Just a Car Guy introduces us to the concept automobile built by the French company Panhard et Levassor (who are credited with having created the first modern transmission) in 1948, the Dynavia, as a smaller and more affordable people’s car that the company would be more in keeping with post-war realities. The prototype (another voiture here) with an aluminium, aerodynamic chassis and weighing in at only four hundred kilograms, never went into mass production itself but influenced the design and spirit of the subsequent line of  Panhard Dyna Z saloons (sedans), manufactured from the mid- to late-1950s.

breaking functional fixedness

I’ve found myself mediating on the question of insight and the cultural blind-spots that prevent us from being keen-sighted enough to recognise (both writ large and writ small) our own mistakes, achievements, peril and opportunities in ourselves or in others with this rather brilliant, succinct essay by Umair Haque, introduced by Jason Kottke.

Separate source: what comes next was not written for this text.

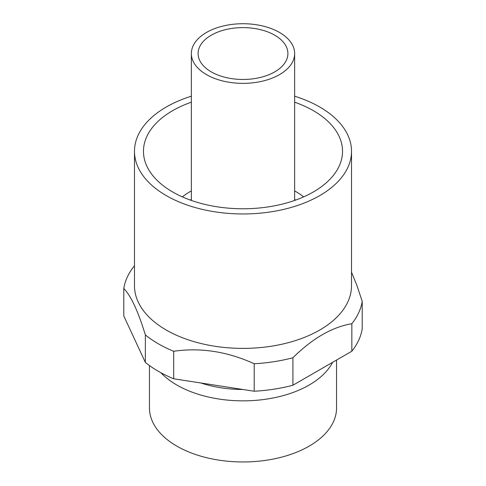 <?xml version="1.0" encoding="UTF-8"?>
<svg xmlns="http://www.w3.org/2000/svg" width="486" height="486" viewBox="0 0 486 486"><rect width="100%" height="100%" fill="white"/><g stroke="black" fill="none" stroke-linecap="round" stroke-linejoin="round"><path stroke-width="0.73" d="M191.363 96.204A108.518 62.651 0 0 0 134.482 151.31A108.518 62.651 0 0 0 158.296 190.469A108.518 62.651 0 0 0 166.267 195.609A108.518 62.651 0 0 0 284.529 209.193A108.518 62.651 0 0 0 351.518 151.31A108.518 62.651 0 0 0 319.733 107.005A108.518 62.651 0 0 0 294.638 96.204M134.482 151.31L134.482 285.738A108.518 62.651 0 0 0 166.267 330.043A108.518 62.651 0 0 0 284.529 343.62A108.518 62.651 0 0 0 351.518 285.738L351.518 151.31M191.363 102.181A99.533 57.463 0 0 0 145.502 162.871A99.533 57.463 0 0 0 172.621 191.946A99.533 57.463 0 0 0 271.601 206.35A99.533 57.463 0 0 0 340.498 162.871A99.533 57.463 0 0 0 313.379 110.674A99.533 57.463 0 0 0 294.638 102.181M303.647 196.873A74.838 43.205 0 0 0 295.919 191.636A74.838 43.205 0 0 0 294.638 190.919M191.363 190.919A74.838 43.205 0 0 0 182.353 196.873M362.216 301.369L362.216 328.864A119.738 69.133 0 0 1 351.84 351.22L351.84 323.725A119.738 69.133 0 0 0 362.216 301.369L356.9 285.41L351.518 272.203M134.482 265.769L134.16 266.091A119.738 69.133 0 0 0 123.784 288.441L123.784 315.943L145.35 362.416L145.35 334.915A119.738 69.133 0 0 0 158.333 343.79A119.738 69.133 0 0 0 173.696 351.281C200.53 347.368 227.363 351.524 254.196 363.735L254.196 391.23A119.738 69.133 0 0 0 292.912 385.24L292.912 357.745C312.559 338.341 332.199 326.999 351.84 323.725M254.196 363.735A119.738 69.133 0 0 0 292.912 357.745M123.784 288.441C130.971 295.871 138.164 311.362 145.35 334.915M351.84 351.22L292.912 385.24M254.196 391.23L173.696 378.782L173.696 351.281M145.35 362.416A119.738 69.133 0 0 0 173.696 378.782M242.818 389.474A84.418 48.74 180 0 1 200.949 382.998M332.631 362.313A93.549 54.007 180 0 1 176.849 385.034A93.549 54.007 180 0 1 160.884 372.719M149.451 365.557L149.451 407.948A93.549 54.007 0 0 0 176.849 446.142A93.549 54.007 0 0 0 278.8 457.848A93.549 54.007 0 0 0 336.549 407.948L336.549 360.053M211.246 71.873A44.9 25.922 0 0 0 260.186 77.493A44.9 25.922 0 0 0 287.9 53.539A44.9 25.922 0 0 0 274.754 35.211A44.9 25.922 0 0 0 225.814 29.591A44.9 25.922 0 0 0 198.1 53.539A44.9 25.922 0 0 0 211.246 71.873M279.511 32.459A51.638 29.816 0 0 0 223.238 25.995A51.638 29.816 0 0 0 191.363 53.539A51.638 29.816 0 0 0 206.489 74.619A51.638 29.816 0 0 0 262.762 81.083A51.638 29.816 0 0 0 294.638 53.539A51.638 29.816 0 0 0 279.511 32.459M295.688 200.062A74.838 43.205 0 0 0 294.638 199.473M191.363 199.473A74.838 43.205 0 0 0 190.312 200.062M191.363 200.439L191.363 53.539M294.638 200.439L294.638 53.539"/></g></svg>
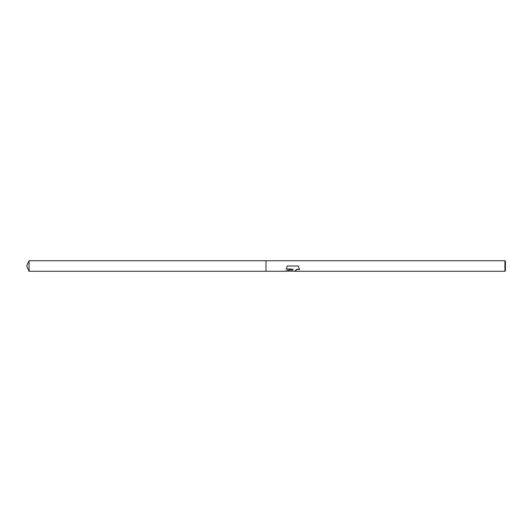 <?xml version="1.0" encoding="UTF-8"?>
<svg xmlns="http://www.w3.org/2000/svg" width="532" height="532" viewBox="0 0 532 532"><rect width="100%" height="100%" fill="white"/><g stroke="black" fill="none" stroke-linecap="round" stroke-linejoin="round"><path stroke-width="0.8" d="M292.607 271.134L290.738 271.134M292.334 271.267L292.667 270.495L291.317 271.267M504.921 271.267L504.921 260.733L505.4 261.212L505.4 270.788L504.921 271.267L294.615 271.267L296.949 269.179L299.37 269.345M286.416 268.979L293.199 269.199L285.006 271.267L266 271.267L266 260.733L504.921 260.733M293.199 269.199L286.309 269.199L287.18 266L298.425 266L299.516 269.618L297.288 269.278L294.535 271.214M285.112 271.134L291.317 271.134L292.667 270.495M292.307 271.127L294.535 271.134M298.425 266L287.18 266M266 271.267L29.054 271.267L26.6 266L29.054 260.733L266 260.733M29.054 271.267L29.054 260.733"/></g></svg>

Posing the question, what do you call a world that can’t learn from itself, societies risk cultivating the inability to see beyond the horizon of their established norms and values. Perhaps the dichotomy of a more authentic Europe and an ersatz America is not wholly an accurate one (which does not matter) since I don’t believe that Europeans are beyond the enticements that have driven US quality of life down to new lows, but rather because insisting on perfect generalisations that can be compartmentalised in one way or another is exactly what wedges aspersion between groups and makes one less likely to appreciate how good or bad conditions are and re-enforces the refusal to learn from the success or failures of another. Insofar as both extremes are taken for granted, Americans are loath to experiment with foreign ways of doing things, despite evidence that they work better and might even translate well across the Atlantic, and those nations who’ve achieved are just as disinclined to see how their happy existence is in jeopardy by tolerating the regressive forces of exclusion and keeping others down and out that will undo the underpinnings. What do you think? Can we as individuals and as a society (no matter where we live) cultivate practising insight?